Дом, стоящий на неконтролируемой территории, свежевыкрашенный в голубой цвет, как яйца малиновки. Это единственный дом в округе, который не развалился и не разрушился и сохраняет жилой вид в радиусе пятисот километров или даже больше. Именно про этот домик говорил тогда Кенджи, что это скорее всего ловушка. Именно здесь, как мне тогда сразу показалось, я должна была встретиться с отцом Уорнера. И только тут до меня все доходит. Как будто меня огрели по голове тяжеленной кувалдой. Причем все это происходит мгновенно.

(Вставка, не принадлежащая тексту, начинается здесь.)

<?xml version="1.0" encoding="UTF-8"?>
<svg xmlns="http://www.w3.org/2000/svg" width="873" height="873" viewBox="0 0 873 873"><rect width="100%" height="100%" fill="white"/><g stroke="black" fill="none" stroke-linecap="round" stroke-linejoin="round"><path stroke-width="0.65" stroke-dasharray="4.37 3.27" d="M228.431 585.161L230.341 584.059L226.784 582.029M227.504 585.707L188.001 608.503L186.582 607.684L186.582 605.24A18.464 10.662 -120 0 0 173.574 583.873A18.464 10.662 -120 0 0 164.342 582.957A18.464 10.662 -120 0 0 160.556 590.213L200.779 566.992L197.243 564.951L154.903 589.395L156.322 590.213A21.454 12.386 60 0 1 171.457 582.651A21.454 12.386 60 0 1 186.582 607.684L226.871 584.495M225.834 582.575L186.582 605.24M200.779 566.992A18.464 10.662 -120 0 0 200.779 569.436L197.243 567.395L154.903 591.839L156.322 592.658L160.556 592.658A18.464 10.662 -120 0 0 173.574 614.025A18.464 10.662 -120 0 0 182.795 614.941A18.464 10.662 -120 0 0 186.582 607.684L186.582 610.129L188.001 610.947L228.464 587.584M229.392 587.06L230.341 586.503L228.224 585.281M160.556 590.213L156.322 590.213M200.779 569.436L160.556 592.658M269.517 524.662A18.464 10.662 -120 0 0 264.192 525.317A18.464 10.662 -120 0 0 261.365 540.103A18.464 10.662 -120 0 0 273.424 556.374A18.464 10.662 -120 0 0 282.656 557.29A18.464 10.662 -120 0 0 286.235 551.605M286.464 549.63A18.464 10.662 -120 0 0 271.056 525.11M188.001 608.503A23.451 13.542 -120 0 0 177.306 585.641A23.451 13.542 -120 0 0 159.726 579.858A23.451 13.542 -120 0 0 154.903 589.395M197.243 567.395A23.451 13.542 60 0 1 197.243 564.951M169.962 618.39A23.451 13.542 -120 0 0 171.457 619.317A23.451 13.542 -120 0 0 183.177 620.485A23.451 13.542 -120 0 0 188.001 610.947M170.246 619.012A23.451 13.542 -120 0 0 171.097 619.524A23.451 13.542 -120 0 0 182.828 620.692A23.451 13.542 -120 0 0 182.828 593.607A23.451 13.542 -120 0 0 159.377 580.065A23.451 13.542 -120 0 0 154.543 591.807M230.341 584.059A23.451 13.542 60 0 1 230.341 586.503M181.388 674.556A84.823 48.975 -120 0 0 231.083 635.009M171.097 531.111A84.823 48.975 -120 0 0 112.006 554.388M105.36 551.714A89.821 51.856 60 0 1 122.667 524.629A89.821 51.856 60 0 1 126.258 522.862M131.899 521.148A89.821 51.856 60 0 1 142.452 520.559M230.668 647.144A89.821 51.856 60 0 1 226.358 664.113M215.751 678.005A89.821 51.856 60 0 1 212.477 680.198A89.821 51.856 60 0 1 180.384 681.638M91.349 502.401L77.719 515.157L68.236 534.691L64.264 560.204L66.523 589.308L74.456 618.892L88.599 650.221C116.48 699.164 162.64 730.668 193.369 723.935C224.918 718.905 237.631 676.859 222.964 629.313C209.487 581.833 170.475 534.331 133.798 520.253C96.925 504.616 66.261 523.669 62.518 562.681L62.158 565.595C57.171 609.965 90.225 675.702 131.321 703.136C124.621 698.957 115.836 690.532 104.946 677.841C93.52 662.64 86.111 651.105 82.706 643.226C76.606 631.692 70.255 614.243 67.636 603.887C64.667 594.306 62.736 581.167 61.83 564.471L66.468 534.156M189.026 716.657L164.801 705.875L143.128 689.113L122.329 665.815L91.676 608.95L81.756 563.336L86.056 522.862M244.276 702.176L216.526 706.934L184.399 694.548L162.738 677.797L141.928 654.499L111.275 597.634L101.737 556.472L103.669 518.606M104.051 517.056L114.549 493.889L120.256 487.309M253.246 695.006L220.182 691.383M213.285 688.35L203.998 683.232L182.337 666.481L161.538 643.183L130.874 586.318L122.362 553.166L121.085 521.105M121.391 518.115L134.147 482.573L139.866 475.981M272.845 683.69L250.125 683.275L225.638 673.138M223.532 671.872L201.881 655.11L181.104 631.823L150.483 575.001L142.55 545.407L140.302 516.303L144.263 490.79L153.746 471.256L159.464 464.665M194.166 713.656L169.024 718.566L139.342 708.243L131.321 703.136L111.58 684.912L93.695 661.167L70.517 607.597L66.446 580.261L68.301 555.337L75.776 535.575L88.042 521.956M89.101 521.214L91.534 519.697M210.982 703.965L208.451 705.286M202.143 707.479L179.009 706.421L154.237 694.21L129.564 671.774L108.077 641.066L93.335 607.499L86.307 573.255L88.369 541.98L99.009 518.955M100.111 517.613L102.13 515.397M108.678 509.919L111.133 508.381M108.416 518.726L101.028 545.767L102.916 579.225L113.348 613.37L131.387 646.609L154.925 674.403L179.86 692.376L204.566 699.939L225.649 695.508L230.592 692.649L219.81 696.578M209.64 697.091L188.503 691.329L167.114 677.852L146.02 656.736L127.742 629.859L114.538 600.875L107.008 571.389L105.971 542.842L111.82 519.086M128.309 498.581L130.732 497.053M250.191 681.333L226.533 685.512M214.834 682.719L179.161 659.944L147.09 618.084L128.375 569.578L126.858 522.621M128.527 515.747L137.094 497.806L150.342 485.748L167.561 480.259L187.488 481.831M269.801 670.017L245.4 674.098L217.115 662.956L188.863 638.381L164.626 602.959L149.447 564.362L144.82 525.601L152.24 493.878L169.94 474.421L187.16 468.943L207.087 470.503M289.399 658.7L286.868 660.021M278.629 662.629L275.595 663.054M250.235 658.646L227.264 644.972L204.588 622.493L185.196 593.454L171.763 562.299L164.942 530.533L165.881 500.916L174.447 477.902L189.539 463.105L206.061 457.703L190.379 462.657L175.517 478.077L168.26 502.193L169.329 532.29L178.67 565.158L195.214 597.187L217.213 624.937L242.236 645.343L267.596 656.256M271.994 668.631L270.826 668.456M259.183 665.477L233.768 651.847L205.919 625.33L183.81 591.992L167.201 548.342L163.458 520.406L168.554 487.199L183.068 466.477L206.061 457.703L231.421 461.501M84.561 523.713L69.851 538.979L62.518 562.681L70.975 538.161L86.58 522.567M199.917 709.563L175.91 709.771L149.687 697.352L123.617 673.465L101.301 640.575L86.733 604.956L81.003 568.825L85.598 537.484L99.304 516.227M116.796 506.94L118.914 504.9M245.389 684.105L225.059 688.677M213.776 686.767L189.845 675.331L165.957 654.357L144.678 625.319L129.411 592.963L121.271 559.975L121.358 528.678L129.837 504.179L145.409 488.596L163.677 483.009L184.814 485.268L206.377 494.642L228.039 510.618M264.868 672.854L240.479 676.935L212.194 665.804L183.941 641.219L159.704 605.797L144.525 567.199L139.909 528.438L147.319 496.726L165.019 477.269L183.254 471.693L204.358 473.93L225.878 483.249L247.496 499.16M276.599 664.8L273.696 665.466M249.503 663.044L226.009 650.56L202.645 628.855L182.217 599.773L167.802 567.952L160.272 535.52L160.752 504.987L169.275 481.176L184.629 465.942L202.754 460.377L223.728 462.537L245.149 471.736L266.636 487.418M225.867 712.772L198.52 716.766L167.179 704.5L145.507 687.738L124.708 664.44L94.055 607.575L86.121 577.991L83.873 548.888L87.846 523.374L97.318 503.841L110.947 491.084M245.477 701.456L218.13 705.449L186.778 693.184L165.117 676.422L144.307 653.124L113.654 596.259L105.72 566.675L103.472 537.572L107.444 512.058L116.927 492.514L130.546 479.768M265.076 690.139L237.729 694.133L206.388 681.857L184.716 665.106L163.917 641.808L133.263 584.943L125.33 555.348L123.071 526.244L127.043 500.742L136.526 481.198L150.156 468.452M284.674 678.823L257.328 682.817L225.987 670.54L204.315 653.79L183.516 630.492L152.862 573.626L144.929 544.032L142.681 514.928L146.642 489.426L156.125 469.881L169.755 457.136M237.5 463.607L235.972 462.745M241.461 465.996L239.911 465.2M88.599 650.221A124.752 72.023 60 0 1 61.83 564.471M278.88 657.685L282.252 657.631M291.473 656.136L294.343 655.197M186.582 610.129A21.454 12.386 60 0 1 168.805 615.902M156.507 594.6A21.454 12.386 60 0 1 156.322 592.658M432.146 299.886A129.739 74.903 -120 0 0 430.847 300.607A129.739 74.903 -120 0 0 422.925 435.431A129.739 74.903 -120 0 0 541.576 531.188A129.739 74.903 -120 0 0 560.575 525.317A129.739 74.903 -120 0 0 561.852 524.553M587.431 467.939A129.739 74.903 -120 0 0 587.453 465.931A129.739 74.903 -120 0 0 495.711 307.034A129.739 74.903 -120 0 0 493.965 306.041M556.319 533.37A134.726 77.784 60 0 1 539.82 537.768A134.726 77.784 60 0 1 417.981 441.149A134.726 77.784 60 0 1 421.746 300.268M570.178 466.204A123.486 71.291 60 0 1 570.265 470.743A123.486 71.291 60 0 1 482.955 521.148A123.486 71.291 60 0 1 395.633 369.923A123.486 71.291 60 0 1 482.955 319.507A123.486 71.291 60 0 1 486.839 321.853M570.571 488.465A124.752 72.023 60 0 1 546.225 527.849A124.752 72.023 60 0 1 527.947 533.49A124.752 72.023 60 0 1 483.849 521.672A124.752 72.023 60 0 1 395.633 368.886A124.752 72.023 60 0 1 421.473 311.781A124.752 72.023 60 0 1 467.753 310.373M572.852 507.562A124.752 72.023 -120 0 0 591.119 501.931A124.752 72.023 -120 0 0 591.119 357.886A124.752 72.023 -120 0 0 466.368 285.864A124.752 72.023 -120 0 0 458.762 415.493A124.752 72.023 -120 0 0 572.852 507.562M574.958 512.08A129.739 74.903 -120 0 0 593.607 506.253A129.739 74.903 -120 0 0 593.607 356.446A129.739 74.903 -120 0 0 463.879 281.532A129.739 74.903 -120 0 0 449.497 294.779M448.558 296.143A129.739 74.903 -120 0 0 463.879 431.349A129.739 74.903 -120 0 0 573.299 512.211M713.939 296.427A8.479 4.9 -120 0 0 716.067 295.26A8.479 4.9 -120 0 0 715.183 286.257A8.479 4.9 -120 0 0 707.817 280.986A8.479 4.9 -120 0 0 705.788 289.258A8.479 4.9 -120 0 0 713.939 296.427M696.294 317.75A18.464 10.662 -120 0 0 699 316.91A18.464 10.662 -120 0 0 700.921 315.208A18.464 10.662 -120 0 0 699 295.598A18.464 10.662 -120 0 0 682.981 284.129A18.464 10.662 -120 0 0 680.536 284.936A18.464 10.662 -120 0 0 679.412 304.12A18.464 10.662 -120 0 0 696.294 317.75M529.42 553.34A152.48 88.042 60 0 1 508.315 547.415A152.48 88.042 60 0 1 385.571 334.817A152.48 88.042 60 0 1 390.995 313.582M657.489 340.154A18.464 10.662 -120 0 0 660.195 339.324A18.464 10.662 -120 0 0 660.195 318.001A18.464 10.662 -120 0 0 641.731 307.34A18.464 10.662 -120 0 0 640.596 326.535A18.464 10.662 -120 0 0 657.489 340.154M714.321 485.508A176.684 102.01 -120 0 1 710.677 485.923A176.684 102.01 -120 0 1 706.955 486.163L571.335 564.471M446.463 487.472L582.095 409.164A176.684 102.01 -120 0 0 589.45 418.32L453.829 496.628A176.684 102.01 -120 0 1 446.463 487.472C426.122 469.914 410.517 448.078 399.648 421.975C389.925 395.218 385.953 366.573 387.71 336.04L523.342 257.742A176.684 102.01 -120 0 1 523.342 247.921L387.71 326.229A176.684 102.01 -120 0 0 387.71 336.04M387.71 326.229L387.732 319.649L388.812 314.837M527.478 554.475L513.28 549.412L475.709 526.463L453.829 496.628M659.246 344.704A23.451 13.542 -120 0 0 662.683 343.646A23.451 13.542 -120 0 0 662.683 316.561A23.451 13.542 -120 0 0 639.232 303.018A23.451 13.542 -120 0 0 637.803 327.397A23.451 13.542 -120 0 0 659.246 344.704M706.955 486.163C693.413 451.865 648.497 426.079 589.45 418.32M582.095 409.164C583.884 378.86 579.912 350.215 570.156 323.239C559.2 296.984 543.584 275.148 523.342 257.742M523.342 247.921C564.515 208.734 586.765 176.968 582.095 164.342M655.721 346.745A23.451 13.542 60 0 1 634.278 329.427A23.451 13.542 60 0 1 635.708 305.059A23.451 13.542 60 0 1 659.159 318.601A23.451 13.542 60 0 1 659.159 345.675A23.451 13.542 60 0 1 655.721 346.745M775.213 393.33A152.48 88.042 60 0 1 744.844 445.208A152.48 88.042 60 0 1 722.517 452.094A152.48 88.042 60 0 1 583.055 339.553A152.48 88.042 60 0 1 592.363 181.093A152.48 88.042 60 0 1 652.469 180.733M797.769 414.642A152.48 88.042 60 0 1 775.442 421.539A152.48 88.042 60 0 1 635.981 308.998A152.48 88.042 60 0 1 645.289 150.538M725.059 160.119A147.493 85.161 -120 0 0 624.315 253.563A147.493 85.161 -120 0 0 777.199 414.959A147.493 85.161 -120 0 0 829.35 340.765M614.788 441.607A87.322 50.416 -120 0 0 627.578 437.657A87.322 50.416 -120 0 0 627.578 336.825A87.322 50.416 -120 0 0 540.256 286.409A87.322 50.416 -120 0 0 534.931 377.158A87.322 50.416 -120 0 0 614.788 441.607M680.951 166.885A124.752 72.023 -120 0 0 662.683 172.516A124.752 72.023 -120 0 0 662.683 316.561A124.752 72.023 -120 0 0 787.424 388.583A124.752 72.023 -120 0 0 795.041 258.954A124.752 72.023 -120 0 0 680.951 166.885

И осознание истины буквально разрывает мне мозг.
Андерсон должен быть именно здесь. Наверное, он хочет собственноручно убить меня.
Я для него ценный подарок.
Они даже звонят в дверной звонок.
Я слышу шарканье ног. Скрип половиц. Я слышу, как рвется ветер на свободе, и я предчувствую, что должно совершиться в ближайшие минуты. Я вижу, как Андерсон пытает меня до смерти самыми изощренными способами. Но еще я думаю о том, как бы мне выбраться из этой ситуации. Андерсон слишком умен. Наверное, он прикует меня цепями к полу и будет по одной отрубать мне руки и ноги. Он собирается насладиться моими мучениями по полной программе.
Он сам открывает нам дверь.
— А, это вы, джентльмены, большое спасибо, — говорит он. — Прошу следовать за мной.
Я чувствую, как солдат, несущий меня на руках, перемещает мое мокрое обмякшее и ставшее сразу тяжелым тело, и меня всю неожиданно пронизывает холод, меня охватывает дрожь. Очевидно, слишком долго я бежала под проливным дождем…
Меня трясет, но только не от страха.
Я вся горю, но не от гнева.
Я, кажется, вне себя, и сейчас, даже если бы мне представилась возможность защищаться, я, наверное, не знала бы, что и как должна делать. Просто удивительно, сколько раз за сегодня я уже могла бы встретить свой конец.
От Андерсона исходит аромат дорогого одеколона. Я чувствую этот запах, даже несмотря на то что нахожусь на руках совсем другого мужчины. Надо признаться, что этот запах мне нравится, и от этого я начинаю беспокоиться. Он закрывает за нами дверь, предварительно отправив остальных солдат заниматься их делами. По сути, это означает, что они отправятся снова убивать людей.
Теперь мне кажется, что у меня начались галлюцинации.
Я вижу зажженный камин, такой, о которых я читала в книгах, но наяву не встречала ни разу. Я вижу уютную гостиную с мягкими плюшевыми диванчиками. Пол украшает толстый ковер с восточным рисунком. На каминной полке стоят какие-то фотографии, которые со своего места я рассмотреть не могу, а Андерсон требует, чтобы я очнулась. Он говорит, что мне следует принять ванну, потому что, дескать, я успела сильно перепачкаться и, мол, так дела у нас не пойдут. Он еще добавляет, что я нужна ему проснувшаяся и адекватная, а то иначе будет совсем не интересно, и мне начинает казаться, что я окончательно сошла с ума.